This is a repeat of GNATS libc/1188 issue from 13 years ago:
I accept that there is ambiguity in what dlsym(..., "foo") is ambiguous, but shouldn't two dlsym()s below return the *same* answer?
void *p = dlsym(RTLD_NEXT, "fopen");
void *h = dlopen("libc.so.6", RTLD_LAZY);
void *q = dlsym(h, "fopen");
printf("%p -- p (via RTLD_NEXT)\n", p);
printf("%p -- q (via dlsym(%p))\n", q, h);
gcc -m32 -g t.c -ldl && ./a.out
0xf76e41a0 -- p (via RTLD_NEXT)
0xf7634e70 -- q (via dlsym(0xf7758c88))
Google ref: b/7695672
Worse is that dlsym for a symbol that has no default returns NULL, for example in the case of libpthread.so and you must then use dlvsym to get the symbol.
I agree this should be fixed and dlsym should behave like the application would normally behave had it just been compiled. You get the default version of the symbol and RTLD_NEXT gives you the next version and so on.
*** Bug 20220 has been marked as a duplicate of this bug. ***
I just saw a compiler-rt patch which wants to change a dlsym call to dlvsym because of this: https://reviews.llvm.org/D96348
> COMMON_INTERCEPT_FUNCTION_GLIBC_VER(regexec, "GLIBC_2.3.4");
Due to how the code is organized (it is difficult to inspect the default version name when compiling), compiler-rt will need to be follow glibc default version names more closely, which is undesired.
I think changing this is highly undesirable, as written in
the current dlsym behavior provides ABI stability, no matter what you run the program against it will always return the same symbol.
While if it returns the default symbol (there doesn't need to be any), it would change behavior depending on what glibc is used at runtime.
Say, you compile/link your program against glibc 2.5, which provides foobar symbol say at @@GLIBC_2.5, later glibc 2.37 comes and will have
foobar @GLIBC_2.5 and @@GLIBC_2.37. Some versioned symbols are solely about adding features while keeping the ABI the same, say it handles another bitmask in argument that was previously rejected with -1/setting errno or similar, say regexec, that perhaps can be handled. But in other cases the ABI of the function changes, adds/removes argument or e.g. what some argument points to changes layout (and not just in glibc, but in any versioned shared library).

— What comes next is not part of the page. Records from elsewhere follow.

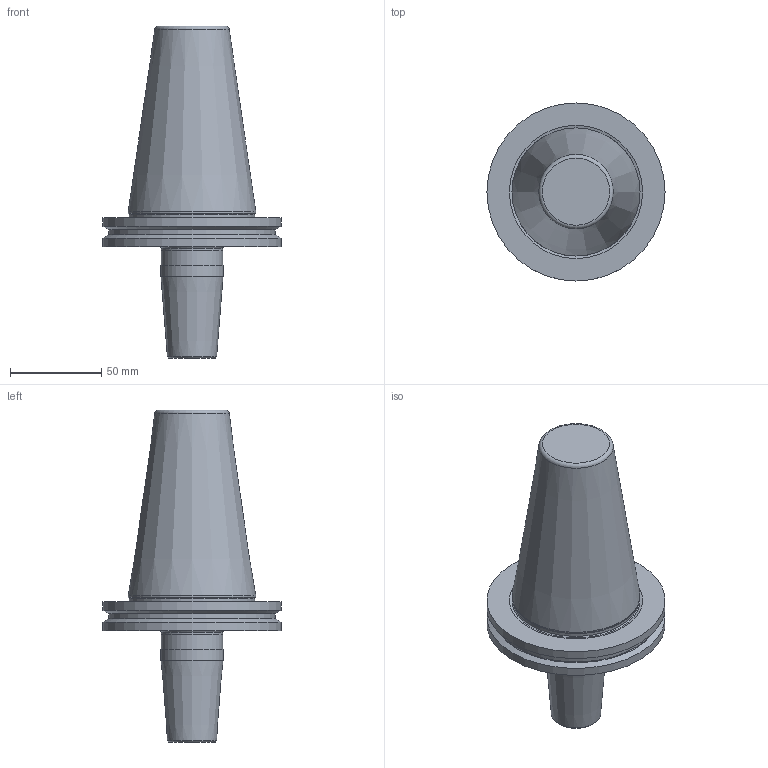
import cadquery as cq
import math


gauge_radius = 69.85 / 2
taper_length = 101.75
taper_slope = 7 / 24 / 2
tip_round = 2.0

gauge_land = 0.75
relief_depth = 0.45
relief_ramp_length = 0.55
relief_fillet = 0.6
flange_recess_depth = 0.4
flange_recess_ramp_width = 1.4

flange_radius = 97.5 / 2
flange_top = -3.2
flange_bottom = -19.1
groove_center = -11.1
groove_floor_radius = 91.25 / 2
groove_floor_width = 2.9
groove_wall_angle = 30.0
groove_fillet = 0.4

nose_bottom = -80.0
neck_radius = 16.75
neck_fillet = 0.9
neck_step_z = -21.0
neck_step_radius = 16.95
collar_radius = 17.25
collar_top = -29.2
collar_bottom = -35.3
nose_cone_top_radius = 17.0
nose_cone_angle = 4.5
nose_chamfer = 0.7


def arc_point(center, radius, angle):
    """Point at the given angle, in degrees, on a circle in the profile plane."""
    turn = math.radians(angle)
    return (center[0] + radius * math.cos(turn), center[1] + radius * math.sin(turn))


def shank_radius(z):
    """Radius of the steep taper at height z."""
    return gauge_radius - taper_slope * z


def add_nose(profile):
    """Draw from the bottom center up to the underside of the flange."""
    cone_height = collar_bottom - nose_bottom
    tip_radius = nose_cone_top_radius - cone_height * math.tan(math.radians(nose_cone_angle))
    fillet_center = (neck_radius + neck_fillet, flange_bottom - neck_fillet)
    return (
        profile.lineTo(tip_radius - nose_chamfer, nose_bottom)
        .lineTo(tip_radius, nose_bottom + nose_chamfer)
        .lineTo(nose_cone_top_radius, collar_bottom)
        .lineTo(collar_radius, collar_bottom)
        .lineTo(collar_radius, collar_top)
        .lineTo(neck_step_radius, collar_top)
        .lineTo(neck_step_radius, neck_step_z)
        .lineTo(neck_radius, neck_step_z)
        .lineTo(neck_radius, flange_bottom - neck_fillet)
        .threePointArc(
            arc_point(fillet_center, neck_fillet, 135),
            (neck_radius + neck_fillet, flange_bottom),
        )
    )


def add_flange(profile):
    """Draw the flange rim, with its V groove, from underside to top face."""
    wall_angle = math.radians(groove_wall_angle)
    groove_depth = flange_radius - groove_floor_radius
    half_floor = groove_floor_width / 2
    half_mouth = half_floor + groove_depth * math.tan(wall_angle)
    setback = groove_fillet * math.tan((math.pi / 2 - wall_angle) / 2)
    wall_start_radius = groove_floor_radius + setback * math.cos(wall_angle)
    wall_start = half_floor + setback * math.sin(wall_angle)
    floor_end = half_floor - setback
    arc_center_radius = groove_floor_radius + groove_fillet
    arc_turn = (90 - groove_wall_angle) / 2
    lower_arc_mid = arc_point((arc_center_radius, groove_center - floor_end), groove_fillet, 180 + arc_turn)
    upper_arc_mid = arc_point((arc_center_radius, groove_center + floor_end), groove_fillet, 180 - arc_turn)
    return (
        profile.lineTo(flange_radius, flange_bottom)
        .lineTo(flange_radius, groove_center - half_mouth)
        .lineTo(wall_start_radius, groove_center - wall_start)
        .threePointArc(lower_arc_mid, (groove_floor_radius, groove_center - floor_end))
        .lineTo(groove_floor_radius, groove_center + floor_end)
        .threePointArc(upper_arc_mid, (wall_start_radius, groove_center + wall_start))
        .lineTo(flange_radius, groove_center + half_mouth)
        .lineTo(flange_radius, flange_top)
    )


def add_shank(profile):
    """Draw the relief neck and the steep taper up to the axis at the tip."""
    relief_radius = gauge_radius - relief_depth
    recess_floor = flange_top - flange_recess_depth
    fillet_center = (relief_radius + relief_fillet, recess_floor + relief_fillet)
    round_start = taper_length - tip_round
    round_radius = shank_radius(round_start)
    tip_center = (round_radius - tip_round, round_start)
    return (
        profile.lineTo(fillet_center[0] + flange_recess_ramp_width, flange_top)
        .lineTo(fillet_center[0], recess_floor)
        .threePointArc(
            arc_point(fillet_center, relief_fillet, 225),
            (relief_radius, fillet_center[1]),
        )
        .lineTo(relief_radius, -gauge_land - relief_ramp_length)
        .lineTo(gauge_radius, -gauge_land)
        .lineTo(gauge_radius, 0)
        .lineTo(round_radius, round_start)
        .threePointArc(
            arc_point(tip_center, tip_round, 45),
            (round_radius - tip_round, taper_length),
        )
        .lineTo(0, taper_length)
    )


outline = cq.Workplane("XZ").moveTo(0, nose_bottom)
outline = add_nose(outline)
outline = add_flange(outline)
outline = add_shank(outline)
result = outline.close().revolve(360, (0, 0, 0), (0, 1, 0))

You really don't want your old programs to suddenly break because of that.
Basically, dlsym should follow what happens when you link against a shared library before symbol versioning has been added to it (e.g. very old glibc).
sanitizers need to be fixed so that the sanitizer libraries are also symbol versioned and when they wrap some glibc symbols, they follow the versioning there, i.e. if they wrap regexec and regexec is on a particular architecture
regexec@GLIBC_2.2.5 and regexec@@GLIBC_2.3.4, then it wraps both of them
and each of those uses dlvsym to find the corresponding symbol in glibc.
Alternatively, we could add a sanitizer-enabled build of glibc, similarly to what we have for profiling mode today, so that the need for interceptors goes away completely.
(This is slightly different from building most of glibc with sanitizers enabled.)
(In reply to Jakub Jelinek from comment #4)
> the current dlsym behavior provides ABI stability, no matter what you run
> the program against it will always return the same symbol.
This bug is about "dlsym(handle, "foo") and dlsym(RTLD_NEXT, "foo")".
Shouldn't they _both_ provide the same ABI stability (and therefore the _same_ answer)?